I thought my caller was joking or being facetious, but a quick run across the Internet revealed that many people viewed Dorner as some kind of righteous hero waging a justified holy war. A Facebook page called “We stand with Chris Dorner” has more than 18,000 “likes.”

How much do you want to bet that Hollywood movie producers are trampling each other to make the first movie and million about the ex-cop-turned-terrorist?

The L.A. Police Department is looking into the charges that led to Dorner’s dismissal to see whether his complaint had merit.

But regardless of its findings, he lost any claim to a moral high ground as soon as he killed his first innocent victims. We are supposed to be a nation of laws, and not of the kind of laws you can just make up as you go along when things don’t go your way.

Some of the most standup guys I’ve ever known were cops, but some of the biggest creeps were, too. Listen here: You don’t know despair until you’ve sat in a courtroom – as I have – while a cop intentionally lies on you. That’s when your attorney and you share a look that says you can now bend over and kiss your butt goodbye.

When I got out of jail for things I didn’t do, though, it never occurred to me to declare war on cops. Those experiences are, though, a major reason that I like writing about people who have legitimate beefs with the authorities.

Talk to survivors

It shouldn’t come as much of a surprise that some misguided souls are seeking to lionize Dorner. This country loves and lionizes outlaws. I mean, Richard Ramirez and Ted Bundy, prolific serial killers, were inundated with marriage proposals from people attracted to evil.

There is still a romanticization of Al Capone, John Dillinger and Bonnie & Clyde, common robbers and killers who somehow became the symbols of a righteous fight against tyranny.
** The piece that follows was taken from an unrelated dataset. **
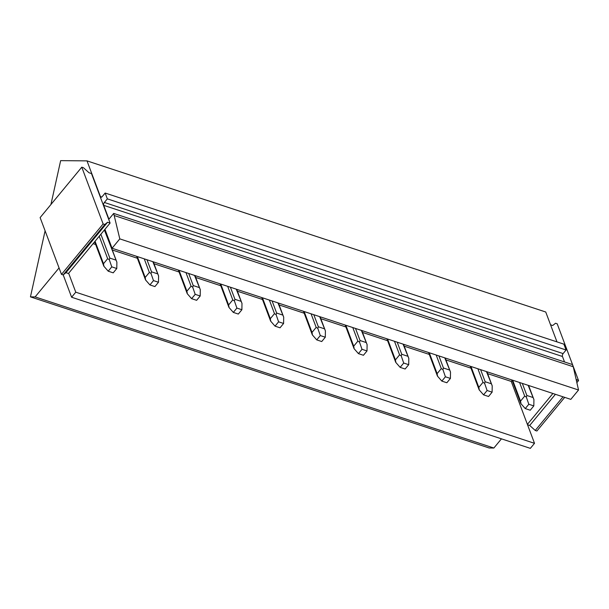 <?xml version="1.0" encoding="UTF-8"?>
<svg xmlns="http://www.w3.org/2000/svg" width="609" height="609" viewBox="0 0 609 609"><rect width="100%" height="100%" fill="white"/><g stroke="black" fill="none" stroke-linecap="round" stroke-linejoin="round"><path stroke-width="0.91" d="M81.773 167.171L103.127 223.96L104.794 224.508L107.595 222.247L110.1 223.069L91.479 173.557L88.983 172.735L83.441 167.719L81.773 167.171L40.125 217.596L61.486 274.385L103.127 223.96M61.486 274.385L63.153 274.933L65.955 272.672L68.452 273.494L110.1 223.069M63.153 274.933L104.794 224.508M65.955 272.672L107.595 222.247M576.86 382.635L578.55 380.587L576.114 379.338M564.695 397.365L536.902 431.012L535.235 430.464L563.028 396.817M576.403 380.617L576.883 380.039M550.551 324.795L552.721 325.511L555.522 323.242L557.197 323.798L578.55 380.587M535.235 430.464L529.701 425.447L527.523 424.732M529.701 425.447L555.416 394.305M68.65 273.258L75.775 292.191L534.512 443.322L527.394 424.389L552.911 393.483M512.123 380.359L511.24 381.424L527.394 424.389M93.086 243.669L95.666 244.521M112.3 250.002L137.368 258.254M154.008 263.735L179.076 271.995M195.71 277.476L220.778 285.735M237.411 291.216L262.479 299.476M279.12 304.957L304.188 313.216M320.821 318.697L345.889 326.957M362.522 332.43L387.59 340.69M404.231 346.171L429.299 354.43M445.933 359.911L471.001 368.171M487.634 373.652L511.24 381.424M534.512 443.322L530.348 448.361L71.603 297.23L63.207 274.887M75.775 292.191L71.603 297.23M104.946 229.311L112.064 248.244L570.8 399.375L578.535 390.011L573.252 366.74L572.43 364.563L113.685 213.424L119.798 238.88L112.064 248.244M50.92 204.525L60.649 160.639L86.996 160.875L100.439 196.616A2.124 1.188 -71.8 0 0 100.965 197.194A2.124 1.188 -71.8 0 0 102.175 196.631L105.151 193.03L107.344 198.861L104.367 202.462A2.124 1.188 -71.8 0 0 103.728 205.355L108.927 219.194L113.685 213.424M59.05 267.922L35.124 296.903L30.45 296.865L45.096 230.803M501.451 438.845L493.861 448.034L489.187 447.996L30.45 296.865M86.996 160.875L545.74 312.006L556.976 341.885M105.151 193.03L563.896 344.161L566.081 349.992L563.112 353.593A2.124 1.188 -71.8 0 0 562.465 356.486L564.52 361.952M119.798 238.88L578.535 390.011M114.507 215.609L573.252 366.74M107.344 198.861L566.081 349.992M35.124 296.903L493.861 448.034M51.4 202.355L50.912 204.533M103.827 265.151L103.819 266.171L108.212 271.188L113.213 272.84L116.783 268.516L116.875 262.182L104.383 229.996M94.639 241.788L103.819 266.171L103.492 263.735L107.656 258.688L109.285 259.678L111.782 266.864L116.783 268.516M109.285 259.678L109.833 258.094L115.672 260.02M104.657 229.662L116.875 262.182M108.212 271.188L111.782 266.864M145.528 278.892L145.521 279.912L149.913 284.928L154.922 286.58L158.485 282.256L158.584 275.915L152.829 261.68M136.652 256.343L145.521 279.912L145.201 277.476L149.365 272.429L150.986 273.418L153.483 280.604L158.485 282.256M150.986 273.418L151.534 271.835L157.373 273.761M153.285 261.824L158.584 275.915M149.913 284.928L153.483 280.604M187.237 292.632L187.222 293.652L191.614 298.669L196.623 300.313L200.194 295.997L200.285 289.656L194.53 275.413M178.353 270.084L187.222 293.652L186.902 291.209L191.066 286.169L192.695 287.159L195.184 294.345L200.194 295.997M192.695 287.159L193.236 285.575L199.074 287.494M194.994 275.565L200.285 289.656M191.614 298.669L195.184 294.345M228.938 306.373L228.931 307.385L233.323 312.409L238.325 314.054L241.895 309.73L241.986 303.396L236.239 289.153M220.062 283.824L228.931 307.385L228.603 304.949L232.767 299.91L234.396 300.899L236.893 308.085L241.895 309.73M234.396 300.899L234.945 299.316L240.783 301.234M236.695 289.305L241.986 303.396M233.323 312.409L236.893 308.085M270.64 320.106L270.632 321.126L275.024 326.142L280.033 327.794L283.596 323.47L283.695 317.137L277.94 302.894M261.763 297.565L270.632 321.126L270.312 318.69L274.476 313.65L276.098 314.632L278.595 321.826L283.596 323.47M276.098 314.632L276.646 313.049L282.485 314.975M278.397 303.046L283.695 317.137M275.024 326.142L278.595 321.826M312.348 333.846L312.333 334.866L316.726 339.883L321.735 341.535L325.305 337.211L325.396 330.877L319.641 316.634M303.465 311.306L312.333 334.866L312.014 332.43L316.178 327.383L317.807 328.373L320.296 335.567L325.305 337.211M317.807 328.373L318.347 326.789L324.186 328.715M320.106 316.787L325.396 330.877M316.726 339.883L320.296 335.567M354.05 347.587L354.035 348.607L358.435 353.623L363.436 355.275L367.006 350.951L367.098 344.618L361.35 330.375M345.174 325.046L354.035 348.607L353.715 346.171L357.879 341.124L359.508 342.113L362.005 349.3L367.006 350.951M359.508 342.113L360.056 340.53L365.887 342.456M361.807 330.527L367.098 344.618M358.435 353.623L362.005 349.3M395.751 361.327L395.743 362.347L400.136 367.364L405.137 369.008L408.708 364.692L408.806 358.351L403.051 344.115M386.875 338.779L395.743 362.347L395.424 359.904L399.588 354.864L401.209 355.854L403.706 363.04L408.708 364.692M401.209 355.854L401.757 354.271L407.596 356.189M403.508 344.26L408.806 358.351M400.136 367.364L403.706 363.04M437.452 375.068L437.445 376.088L441.837 381.105L446.846 382.749L450.416 378.433L450.508 372.091L444.753 357.848M428.576 352.52L437.445 376.088L437.125 373.644L441.289 368.605L442.918 369.594L445.407 376.781L450.416 378.433M442.918 369.594L443.459 368.011L449.297 369.929M445.209 358.001L450.508 372.091M441.837 381.105L445.407 376.781M479.161 388.808L479.146 389.821L483.546 394.845L488.547 396.489L492.118 392.166L492.209 385.832L486.462 371.589M470.277 366.26L479.146 389.821L478.826 387.385L482.99 382.345L484.619 383.335L487.116 390.521L492.118 392.166M484.619 383.335L485.16 381.744L490.999 383.67M486.918 371.741L492.209 385.832M483.546 394.845L487.116 390.521M520.862 402.541L520.855 403.561L525.247 408.578L530.249 410.23L533.819 405.906L533.918 399.573L528.163 385.33M511.986 380.001L520.855 403.561L520.535 401.125L524.699 396.086L526.321 397.068L528.818 404.262L533.819 405.906M526.321 397.068L526.869 395.485L532.708 397.411M528.62 385.482L533.918 399.573M525.247 408.578L528.818 404.262M103.728 205.355L562.465 356.486M563.112 353.593L104.367 202.462M101.733 197.042L100.439 196.616M109.833 258.094L100.866 234.252M95.057 241.286L103.492 263.735M107.656 258.688L99.221 236.246M151.534 271.835L146.99 259.754M137.337 256.572L145.201 277.476M149.365 272.429L144.257 258.855M193.236 285.575L188.691 273.494M179.046 270.312L186.902 291.209M191.066 286.169L185.958 272.588M234.945 299.316L230.4 287.235M220.747 284.053L228.603 304.949M232.767 299.91L227.667 286.329M276.646 313.049L272.101 300.968M262.449 297.793L270.312 318.69M274.476 313.65L269.368 300.07M318.347 326.789L313.802 314.708M304.157 311.534L312.014 332.43M316.178 327.383L311.07 313.81M360.056 340.53L355.511 328.449M345.859 325.267L353.715 346.171M357.879 341.124L352.778 327.551M401.757 354.271L397.213 342.189M387.56 339.007L395.424 359.904M399.588 354.864L394.48 341.291M443.459 368.011L438.914 355.93M429.269 352.748L437.125 373.644M441.289 368.605L436.181 355.024M485.16 381.744L480.623 369.671M470.97 366.489L478.826 387.385M482.99 382.345L477.89 368.765M526.869 395.485L522.324 383.404M512.671 380.229L520.535 401.125M524.699 396.086L519.591 382.505"/></g></svg>

Buffalo chips. When the 1967 movie “Bonnie & Clyde” came out, spawning not just a clothing trend but a new breed of movie in which the bad guys became heroic, Chicago columnist Mike Royko interviewed the daughter of a sheriff who’d been killed by the bank robbers.

Might I suggest that anyone who wants to idealize Christopher Dorner first go speak to the survivors of his victims?

Speaking of Hollywood, my feelings on viewing Dorner as a hero were best summed up in three words uttered by the late Hollywood studio owner Samuel Goldwyn: Include me out.